» THE TASK:
Emit a verbatim copy of the lines running from the line with "part 3 of me_vagao_carga_corpo, surface" through the end of the material below.

⁂

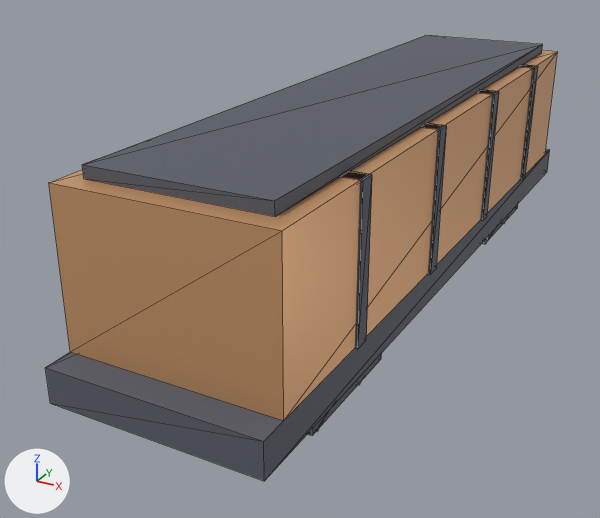
What one commit did to the glTF model jogo/assets/modelos/transporte/veiculos/vagao_carga.glb.
Before and after are seen from a 50 mm lens placed at (1.25, -2.89, 1.51), pointed at (-0.21, -0.23, 0.18). The lights are fixed; the arrows at lower left show +X, +Y and +Z. The older version comes first. Mesh edges are drawn as thin lines. Where no turn or scale is listed for an object, it has been applied to the vertices. Vertices at exactly the same position are counted once.

The first picture shows 'vagao_carga_corpo', 'vagao_carga_truque0' and 1 more.
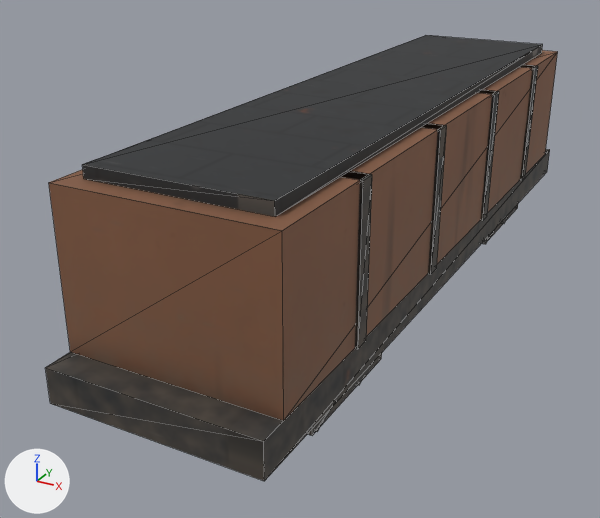
The change, as a diff of the scene's bpy script:
```diff
--- a/jogo/assets/modelos/transporte/veiculos/vagao_carga.glb.py
+++ b/jogo/assets/modelos/transporte/veiculos/vagao_carga.glb.py
@@ img_vagao_carga_tex @@
+img_vagao_carga_tex = load_image('vagao_carga_tex', '_unpacked/vagao_carga_tex', 1024, 1024, 'sRGB')
@@ mat_vagao_carga_tex @@
+mat_vagao_carga_tex = principled_material('vagao_carga_Tex')
+mat_vagao_carga_tex.texture = img_vagao_carga_tex
+mat_vagao_carga_tex.metallic = 0.15
+mat_vagao_carga_tex.roughness = 0.7
@@ me_vagao_carga_corpo @@
 me_vagao_carga_corpo.from_pydata(...)  # 56 vertices, 84 faces; spans x -0.37..0.37, y -1.45..1.45, z 0.04..0.72
 # used by ob_vagao_carga_corpo; location = (0.0, 0.0, 0.12)
+# me_vagao_carga_corpo part 1: all 72 faces that had it switch from mat_p_escuro (dark grey #595d69) to mat_vagao_carga_tex (picture img_vagao_carga_tex)
+# me_vagao_carga_corpo part 2: all 12 faces that had it switch from mat_p_cobre (beige #e5ad7c) to mat_vagao_carga_tex (picture img_vagao_carga_tex)
+# me_vagao_carga_corpo part 3: texture (UV) coordinates of 84 of 84 faces, centred in x -0.37..0.37, y -1.45..1.45, z 0.04..0.72, changed; they spanned u 0.0..0.0, v 0.0..0.0 and now span u 0.0..1.0, v 0.0..1.0
@@ me_vagao_carga_truque0 @@
 me_vagao_carga_truque0.from_pydata(...)  # 72 vertices, 124 faces; spans x -0.31..0.31, y -0.25..0.25, z -0.12..0.04
 # used by ob_vagao_carga_truque0; location = (0.0, -0.85, 0.12)
-me_vagao_carga_truque0.materials.append(mat_p_metal)  # light grey #adb5bf
+# me_vagao_carga_truque0 part 4: all 12 faces that had it switch from mat_p_escuro (dark grey #595d69) to mat_vagao_carga_tex (picture img_vagao_carga_tex)
```

Changed parts and their boxes [x1, y1, x2, y2] in the pictures (600 x 518 px):
'vagao_carga_corpo', recoloured, surface changed (darker): [45, 35, 558, 481] in both
part 1 of me_vagao_carga_corpo, recoloured (darker): [45, 35, 550, 481] in both
part 2 of me_vagao_carga_corpo, recoloured (beige to brown): [49, 50, 558, 421] in both
part 3 of me_vagao_carga_corpo, surface changed (darker): [45, 35, 558, 481] in both
part 4 of me_vagao_carga_truque0, recoloured: [308, 353, 382, 435] in both

⁂

» RESULT OF THE EXERCISE:
part 3 of me_vagao_carga_corpo, surface changed (darker): [45, 35, 558, 481] in both
part 4 of me_vagao_carga_truque0, recoloured: [308, 353, 382, 435] in both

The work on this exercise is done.